(DATASET CONTENT Opens)
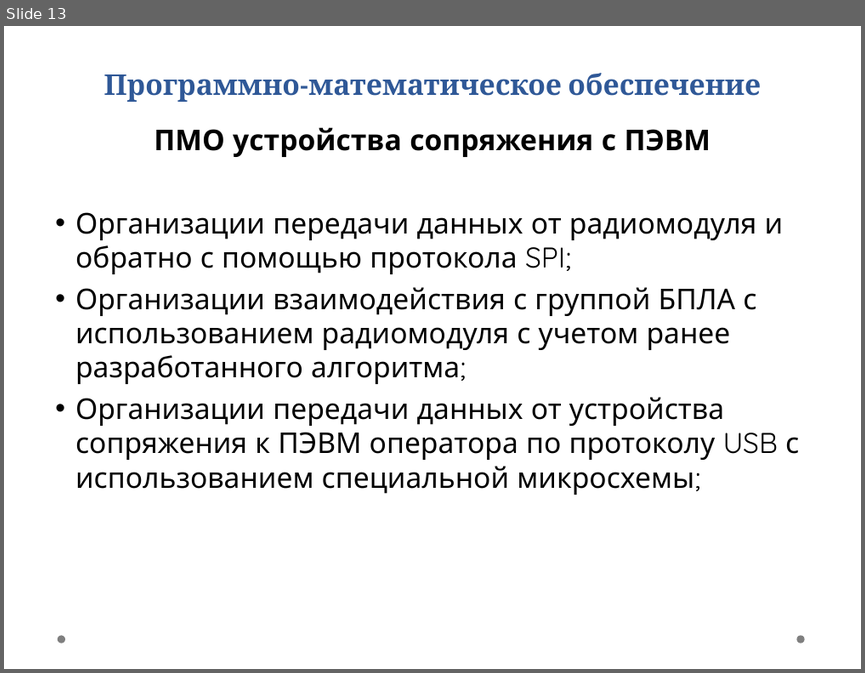
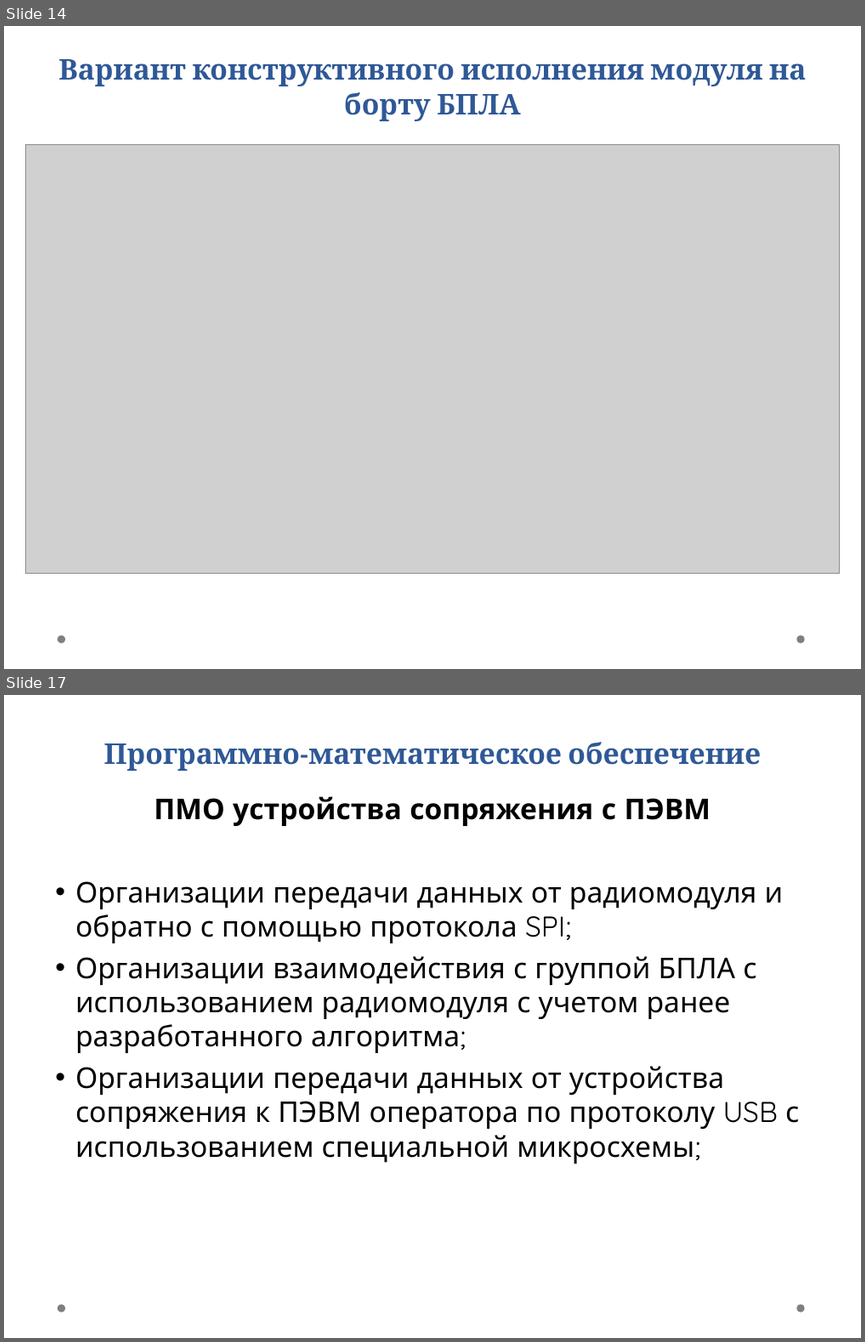
Before and after one commit to Farades/diplom, a slide deck: doc/Мацепура.ppt. Shown one above the other, each under a label of ours: slide 13 before the commit, slides 14 and 17 after it; the slides between them are not shown. The pictures are 865x673 and 865x1342 pixels, drawn with LibreOffice and Linux fonts; fonts in the diff are those of the drawing; grey boxes stand for pictures; background and template pictures are left out. Boxes give left, top, right and bottom in pixels: in the first picture for what was removed or moved away, otherwise in the second. Text is boxed around its words. In the diff, an @@ line names an element or a change of style, - is before the commit and + after.

```diff
--- a/doc/Мацепура.ppt
+++ b/doc/Мацепура.ppt
@@ slide 14 added at bbox=[4, 26, 861, 669], background picture (left out); not listed: 2 template elements that a slide beside it also shows @@
@@ title added at bbox=[58, 59, 806, 121], 24 pt, text #2F5897, bold @@
+Вариант конструктивного исполнения модуля на борту БПЛА
@@ picture added at bbox=[26, 144, 840, 573] @@
@@ what was slide 13 is now slide 17 @@
```
Also in this commit, not shown: 2 slides changed, 6 other slides added, 1 slide removed, 4 other files.
(DATASET CONTENT Closes)
▶ PROBLEM TO SOLVE
Output each record exactly as it appears, but not the pictures.

▶ EXERCISE OUTPUT
Before and after one commit to Farades/diplom, a slide deck: doc/Мацепура.ppt. Shown one above the other, each under a label of ours: slide 13 before the commit, slides 14 and 17 after it; the slides between them are not shown. The pictures are 865x673 and 865x1342 pixels, drawn with LibreOffice and Linux fonts; fonts in the diff are those of the drawing; grey boxes stand for pictures; background and template pictures are left out. Boxes give left, top, right and bottom in pixels: in the first picture for what was removed or moved away, otherwise in the second. Text is boxed around its words. In the diff, an @@ line names an element or a change of style, - is before the commit and + after.

```diff
--- a/doc/Мацепура.ppt
+++ b/doc/Мацепура.ppt
@@ slide 14 added at bbox=[4, 26, 861, 669], background picture (left out); not listed: 2 template elements that a slide beside it also shows @@
@@ title added at bbox=[58, 59, 806, 121], 24 pt, text #2F5897, bold @@
+Вариант конструктивного исполнения модуля на борту БПЛА
@@ picture added at bbox=[26, 144, 840, 573] @@
@@ what was slide 13 is now slide 17 @@
```
Also in this commit, not shown: 2 slides changed, 6 other slides added, 1 slide removed, 4 other files.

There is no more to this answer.